9 years, 8 months ago.

Is LocalFileSytem working on Nucleo L053R8 ?

Hi,

I cannot succeed building a code using LocalFileSystem on a Nucleo L053R8 ? Same code compiles on a original mbed platform. "mbed.h" is included, and "LocalFileSystem" is recognized by the helping popup system as well.

Is that not implemented yet ? Or is there another reason that prevent code to build ?

Error is : Error: Identifier "LocalFileSystem" is undefined in "main.cpp", Line: 6, Col: 2

Thanks. Matt

1 Answer

9 years, 8 months ago.

LocalFileSystem only works on the original couple of mbed devices, they had an extra flash chip that could be used for storage. This isn't very well documented and catches a lot of people out.

For other platforms you need to add something extra to get a file system, the simplest options are normally either to use an SD card or a serial flash/EEPROM part connected to a couple of the pins, libraries exist for either option. Or you could use a USB drive connected to the CPU USB host interface but that is probably a little more work.

Accepted Answer

I was actually confused by the board description saying : "Mass storage (USB Disk drive) for drag'n'drop programming" Thus I deducted that there should be some mass storage memory that I can use. Am I wrong ? Or the mass storage is emulated and the binary is actually directly written on the µC Flash memory ?

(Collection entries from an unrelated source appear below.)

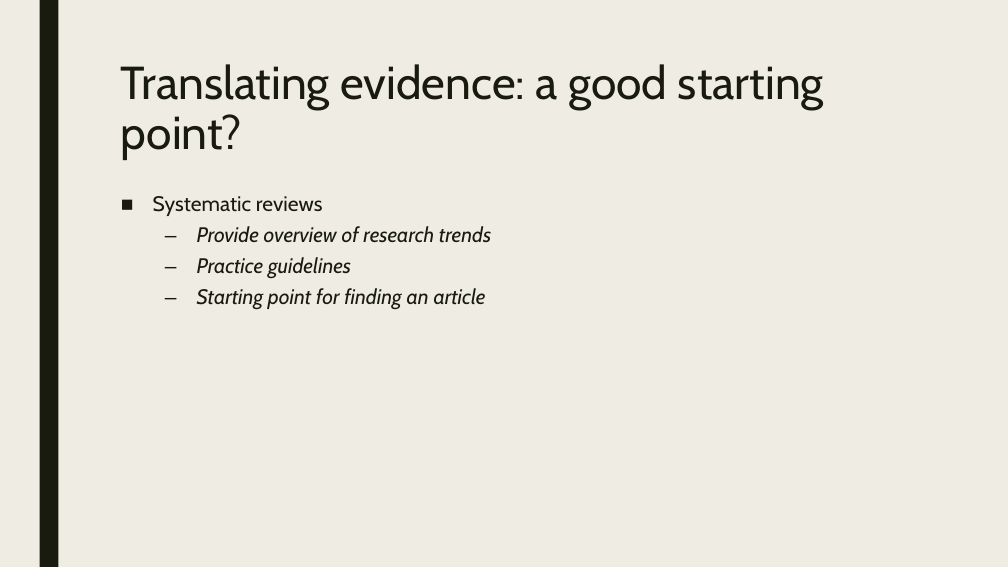
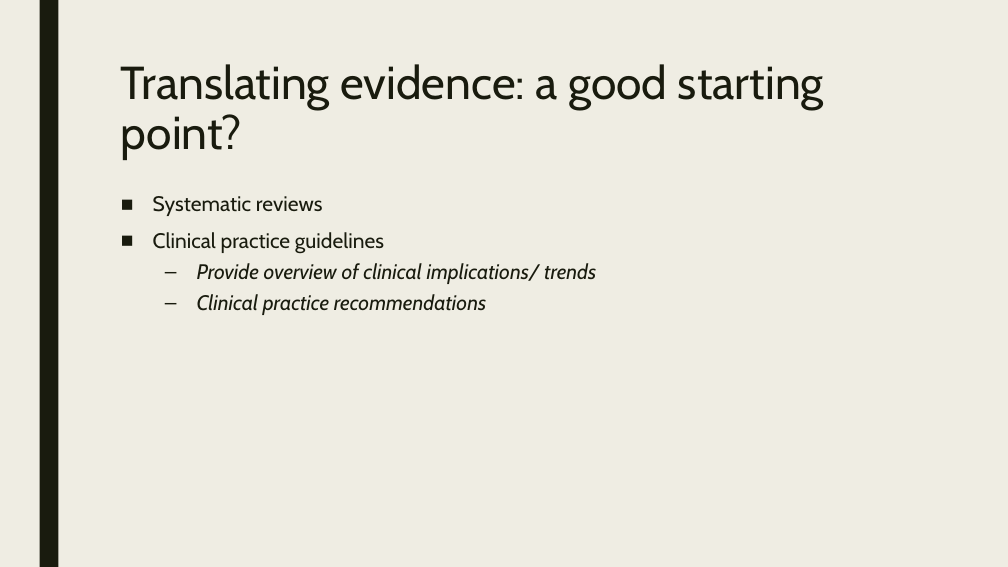
Before and after one commit to Jim-Wright90/cds_663_winter_2021, a slide deck: slide 6 of slides/Translating the evidence_presentation.pptx (slide 4 before the commit). Drawn at 1008x567 pixels with LibreOffice and Linux fonts; fonts in the diff are those of the drawing. Boxes give left, top, right and bottom in pixels: in the first picture for what was removed or moved away, otherwise in the second. Text is boxed around its words. In the diff, an @@ line names an element or a change of style, - is before the commit and + after.

```diff
--- a/slides/Translating the evidence_presentation.pptx
+++ b/slides/Translating the evidence_presentation.pptx
@@ text at (153, 232, 596, 315): text changed @@
-  – Provide overview of research trends
-  – Practice guidelines
-  – Starting point for finding an article
+■ Clinical practice guidelines
+  – Provide overview of clinical implications/ trends
+  – Clinical practice recommendations
```
Also in this commit, not shown: 2 other slides changed, 6 slides added, 1 other file.
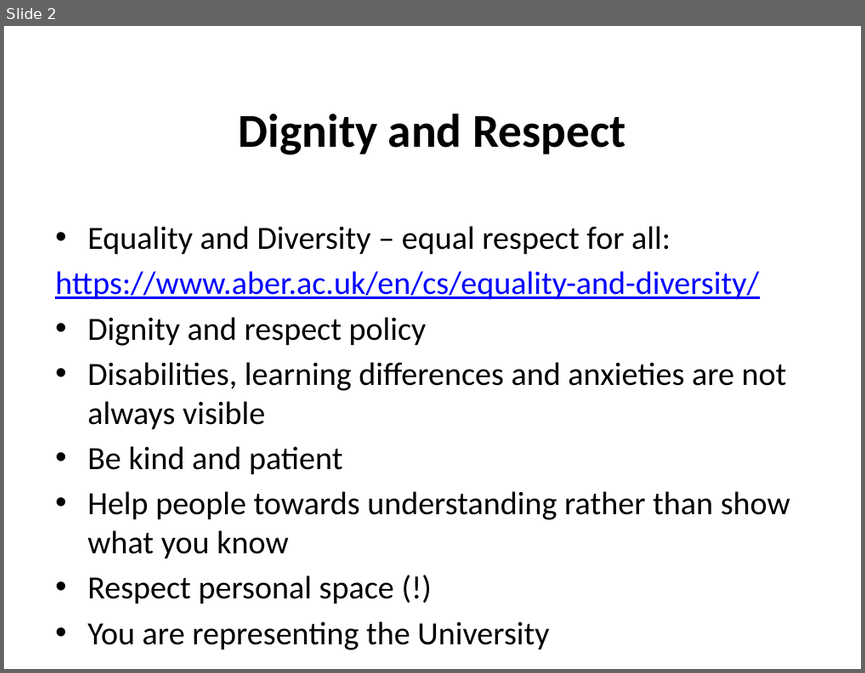
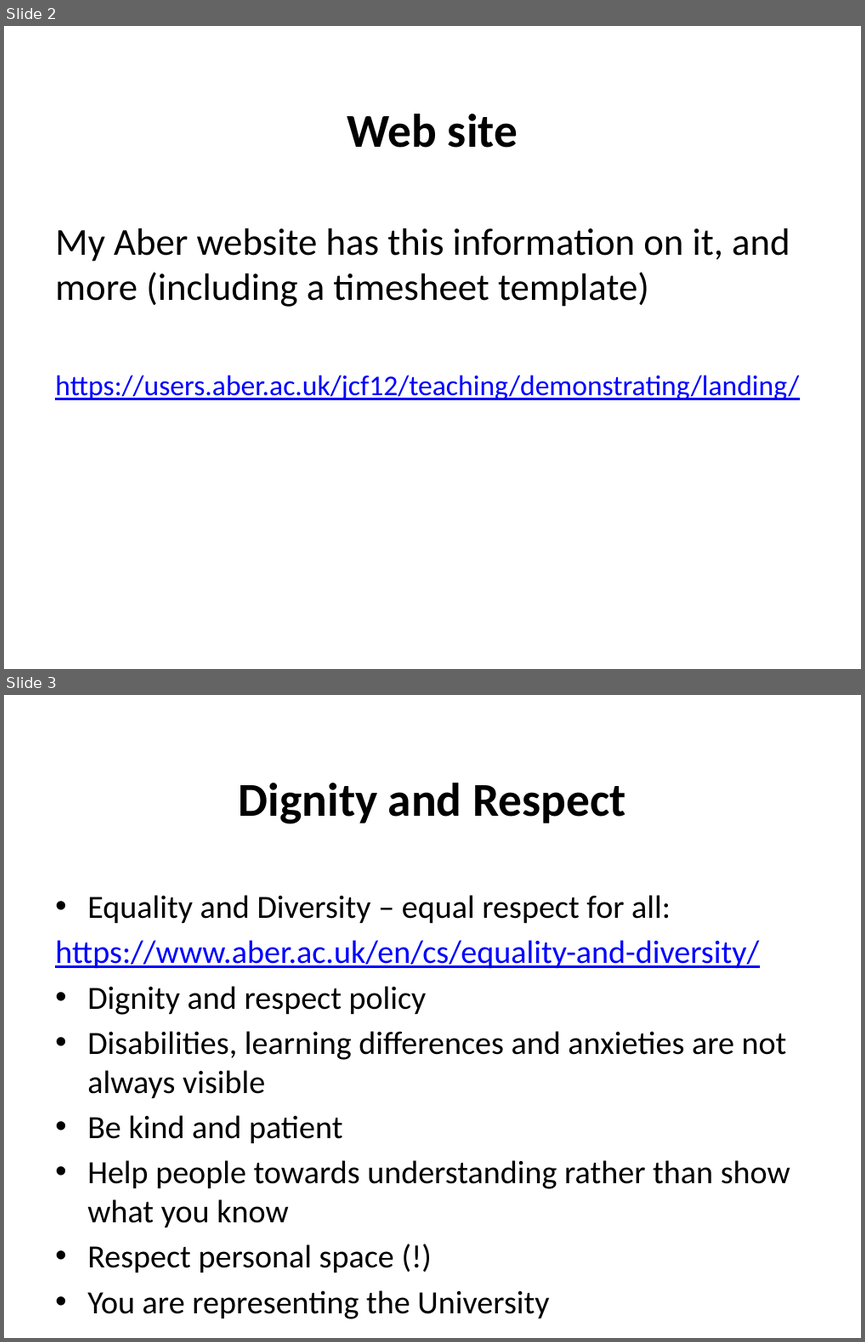
Before and after one commit to jimfinnis/jcf12, a slide deck: static/downloads/dem.pptx. Shown one above the other, each under a label of ours: slide 2 before the commit, slides 2 and 3 after it. The pictures are 865x673 and 865x1342 pixels, drawn with LibreOffice and Linux fonts; fonts in the diff are those of the drawing; background and template pictures are left out. Boxes give left, top, right and bottom in pixels: in the first picture for what was removed or moved away, otherwise in the second. Text is boxed around its words. In the diff, an @@ line names an element or a change of style, - is before the commit and + after.

```diff
--- a/static/downloads/dem.pptx
+++ b/static/downloads/dem.pptx
@@ slide 2 added at [4, 26, 861, 669], background picture (left out) @@
@@ title added at [347, 114, 517, 148], 39.6 pt, text #000000, bold @@
+Web site
@@ text added at [55, 228, 799, 400], 32 pt, text #000000 @@
+My Aber website has this information on it, and more (including a timesheet template)
+https://users.aber.ac.uk/jcf12/teaching/demonstrating/landing/
@@ what was slide 2 is now slide 3 @@
```
Also in this commit, not shown: 1 slide changed, 1 other slide added, 1 slide removed, 4 other files.
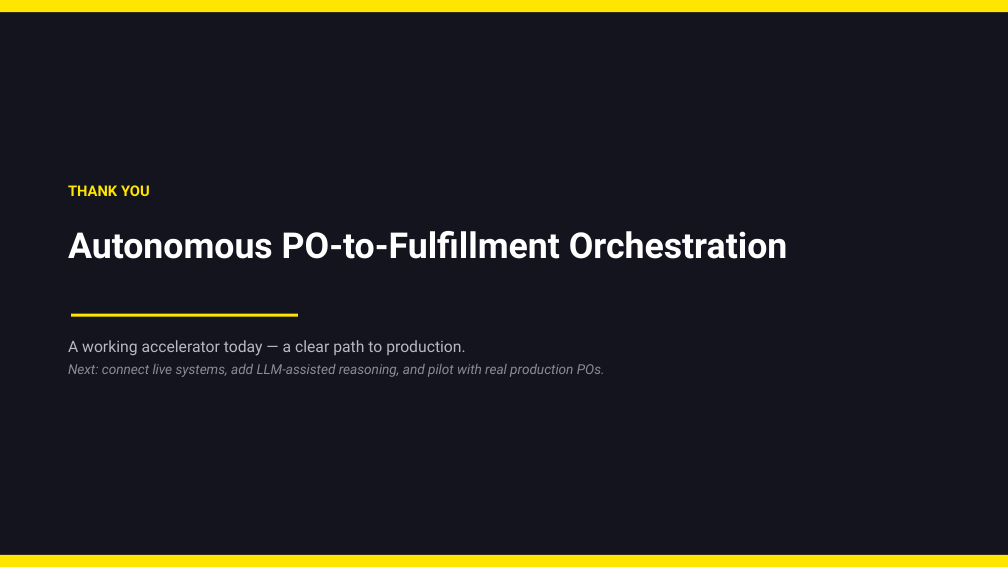
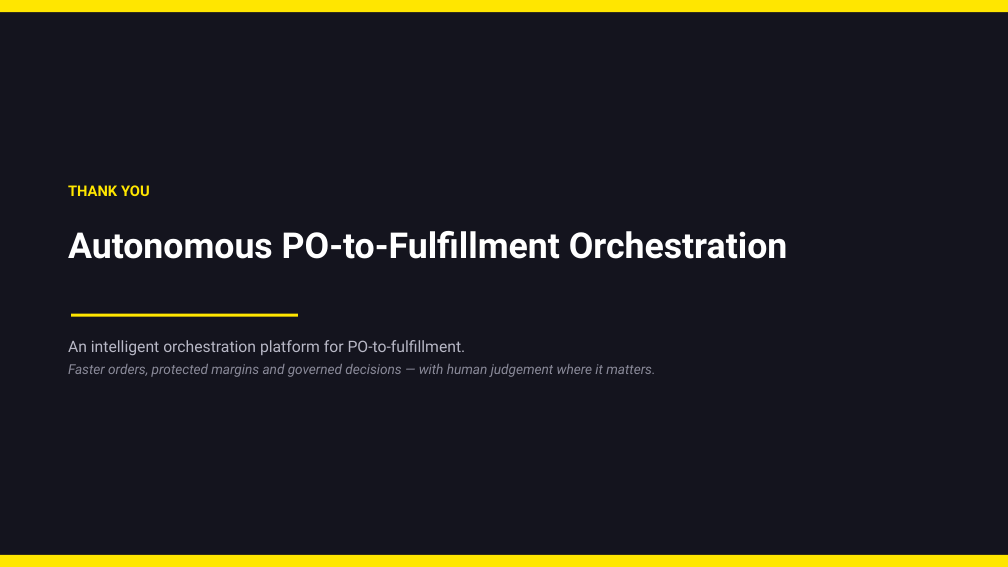
Before and after one commit to sanjayk-ey/pofullfilmentpoc, a slide deck: slide 21 of demo/PO-Fulfillment-Orchestration-Architecture.pptx. Drawn at 1008x567 pixels with LibreOffice and Linux fonts; fonts in the diff are those of the drawing. Boxes give left, top, right and bottom in pixels: in the first picture for what was removed or moved away, otherwise in the second. Text is boxed around its words. In the diff, an @@ line names an element or a change of style, - is before the commit and + after.

```diff
--- a/demo/PO-Fulfillment-Orchestration-Architecture.pptx
+++ b/demo/PO-Fulfillment-Orchestration-Architecture.pptx
@@ text at [68, 340, 655, 377]: text changed @@
-A working accelerator today — a clear path to production.
-Next: connect live systems, add LLM-assisted reasoning, and pilot with real production POs.
+An intelligent orchestration platform for PO-to-fulfillment.
+Faster orders, protected margins and governed decisions — with human judgement where it matters.
```
Also in this commit, not shown: 8 other slides changed, 1 other file.

posted by Matthieu R. 13 Aug 2014

Exatly what happens depends on the platform used, I don't know yours well enough to give specifics.

On the original mbed the code was copied to an external flash device and then when next reset the new code was copied to the main CPU and run. The code being used and any old versions remained visible on the USB drive until you deleted them. The LocalFileSystem made use of the same flash storage, this had the down side that when the mbed had a file open the USB drive would vanish from the PC since only one device could access the flash at a time.

Some of the other mbed platforms program the new code immediately while others have just enough space to hold the new version (possibly in RAM rather then flash) until you hit reset at which point they reprogram the main CPU.

The description is correct but a little misleading, it has drag and drop programming, Mass storage is simply the name of the USB profile used, it doesn't require any user usable storage space.